Colômbia: Feira da Agricultura Camponesa, Familiar e Comunitária

De 20 a 23 de junho, foi a vez da Colômbia sediar, em Bogotá, a primeira Feira da Agricultura Camponesa, Familiar e Comunitária, organizada pelo Ministério da Agricultura e Desenvolvimento Rural (MADR) daquele país. A cerimônia de abertura contou com a presença do presidente da Colômbia, Gustavo Petro, que destacou o esforço que vem sendo feito para ampliar a cooperação entre Colômbia e Brasil, como ocorreu durante a visita do presidente Lula ao país em abril deste ano. Petro destacou a força da produção agrícola do país que, em 2023, alcançou um crescimento de 10,3%, índice que até então nunca havia sido atingido.

Feira da Agricultura Familiar, Indígena e Camponesa na colômbia (Foto: Assessoria InternacionaASCOM/MDA)

Segundo a ministra do MADR, Jhenifer Mojica, a feira colombiana foi inspirada na 14ª Feira Baiana da Agricultura Familiar e Economia Solidária (FEBAFES), realizada em dezembro de 2023 e visitada por ela a convite do Ministério do Desenvolvimento Agrário (MDA) do Brasil.
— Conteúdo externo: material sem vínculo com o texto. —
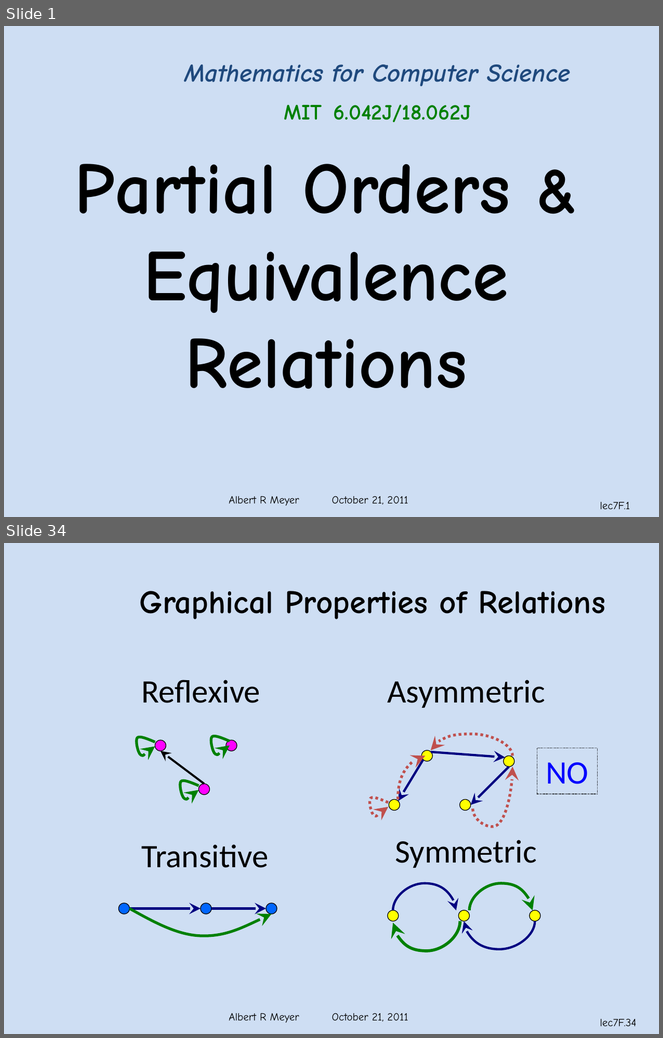
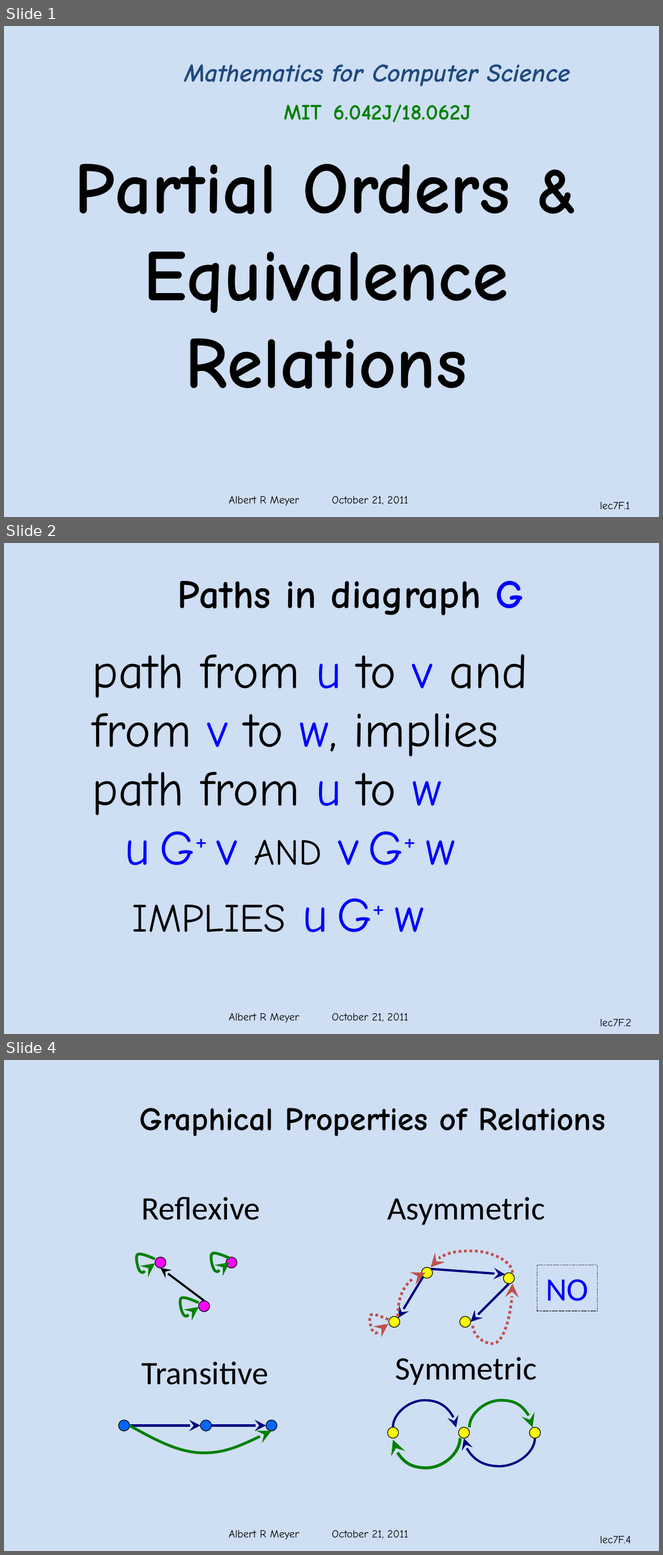
Before and after one commit to armeyer/mcs_web, a slide deck: fall11/slidesF11/slides7f.pptx. Shown one above the other, each under a label of ours: slides 1 and 34 before the commit, slides 1, 2 and 4 after it; the slides between them are not shown. The pictures are 663x1038 and 663x1555 pixels, drawn with LibreOffice and Linux fonts; fonts in the diff are those of the drawing; background and template pictures are left out. Boxes give left, top, right and bottom in pixels: in the first picture for what was removed or moved away, otherwise in the second. Text is boxed around its words. In the diff, an @@ line names an element or a change of style, - is before the commit and + after.

Commit message:
slides7f

```diff
--- a/fall11/slidesF11/slides7f.pptx
+++ b/fall11/slidesF11/slides7f.pptx
@@ slide 2 added at [4,543,659,1034], background #C6D9F1 at 85% opacity; not listed: 2 template elements that a slide beside it also shows @@
@@ text added at [177,581,524,615], 44 pt, text #000000, bold @@
+Paths in diagraph G
@@ text added at [92,654,528,932], 54 pt, text #000000 @@
+path from u to v and
+from v to w, implies
+path from u to w
+u G+ v AND v G+ w
+IMPLIES u G+ w
@@ what was slide 34 is now slide 4 @@
@@ page number at [600,1536,631,1544]: text changed @@
-lec7F.34
+lec7F.4
```
Also in this commit, not shown: 1 other slide added, 1 slide removed.

O evento em Bogotá reuniu mais de mil associações produtivas colombianas, possibilitando que os visitantes adquirissem alimentos diretamente dos agricultores familiares. O Brasil foi o país convidado e esteve representado, com apoio do Ministério do Desenvolvimento Agrário (MDA) por 14 empreendimentos da sociobiodiversidade e agricultura familiar que, além de apresentarem suas produções, trocaram experiências com agricultores colombianos. 

Os três encontros foram marcados por debates, com diferentes inflexões, sobre a conexão da agricultura familiar hoje com agendas globais contemporâneas relacionadas a três temas centrais: mudanças climáticas (incluindo aí os temas da justiça climática, mitigação dos efeitos dos extremos climáticos, resiliência climática, adaptação e transição), segurança alimentar e alimentação saudável (tema que carrega um potencial para novas alianças com novos circuitos econômicos e novos setores sociais), e redução das desigualdades. Os debates indicaram o fortalecimento da percepção de que o avanço dessa agenda nos debates globais ainda enfrentam muitos desafios que exigem o aprofundamento das relações entre as organizações da agricultura familiar, os governos nacionais e as agendas internacionais. Os encontros no Uruguai, no Paraguai e na Colômbia indicaram uma parte importante do caminho a seguir.